- _Record set_
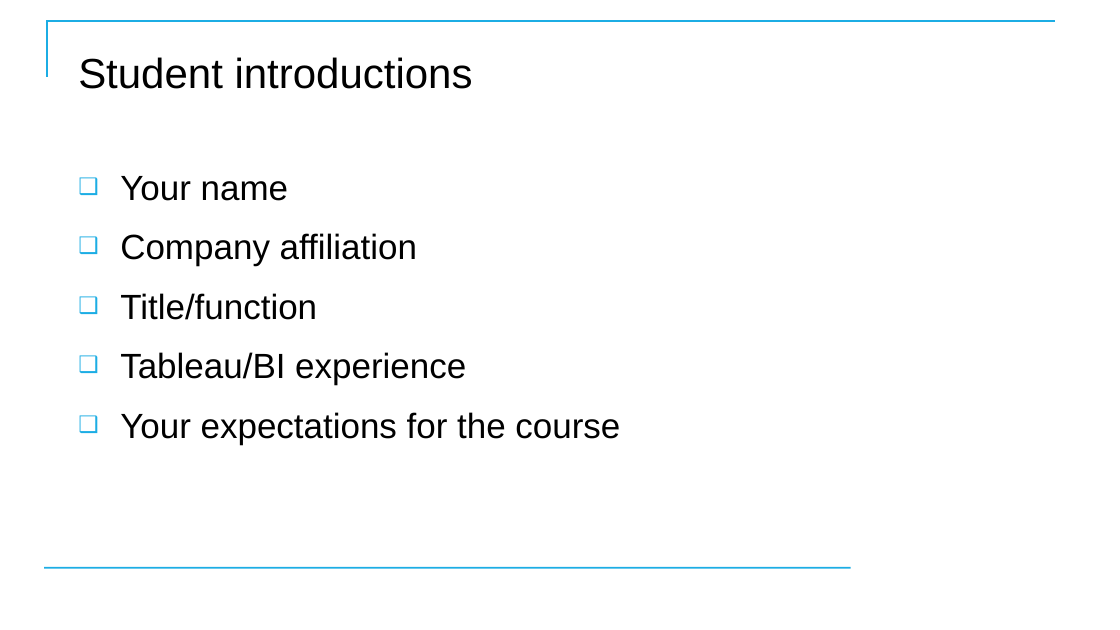
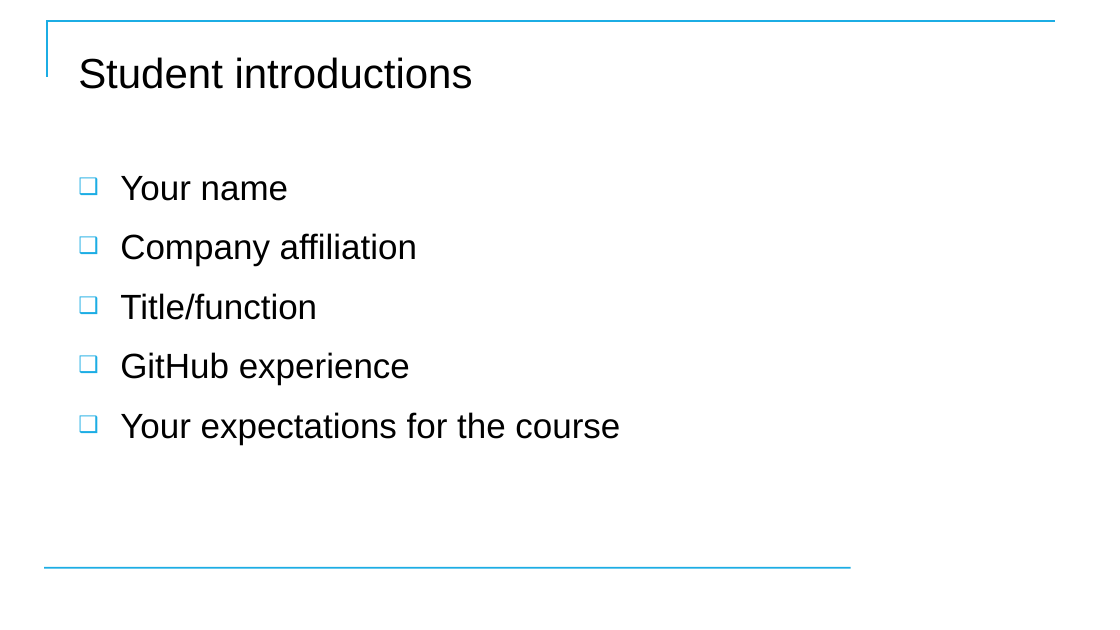
Before and after one commit to CostelloTechnicalConsulting/XGHDEV, a slide deck: slide 3 of ppt/XGHDEV.pptx. Drawn at 1120x630 pixels with LibreOffice and Linux fonts; fonts in the diff are those of the drawing; background and template pictures are left out. Boxes give left, top, right and bottom in pixels: in the first picture for what was removed or moved away, otherwise in the second. Text is boxed around its words. In the diff, an @@ line names an element or a change of style, - is before the commit and + after.

```diff
--- a/ppt/XGHDEV.pptx
+++ b/ppt/XGHDEV.pptx
@@ text at box(120, 352, 410, 385): text changed @@
-❑ Tableau/BI experience
+❑ GitHub experience
```
Also in this commit, not shown: 4 other slides changed, 86 slides added, 101 slides removed.

- _What is being asked_
Each line of the material that includes the string "changed" is to be counted; give only the final number.

- _Your solution_
2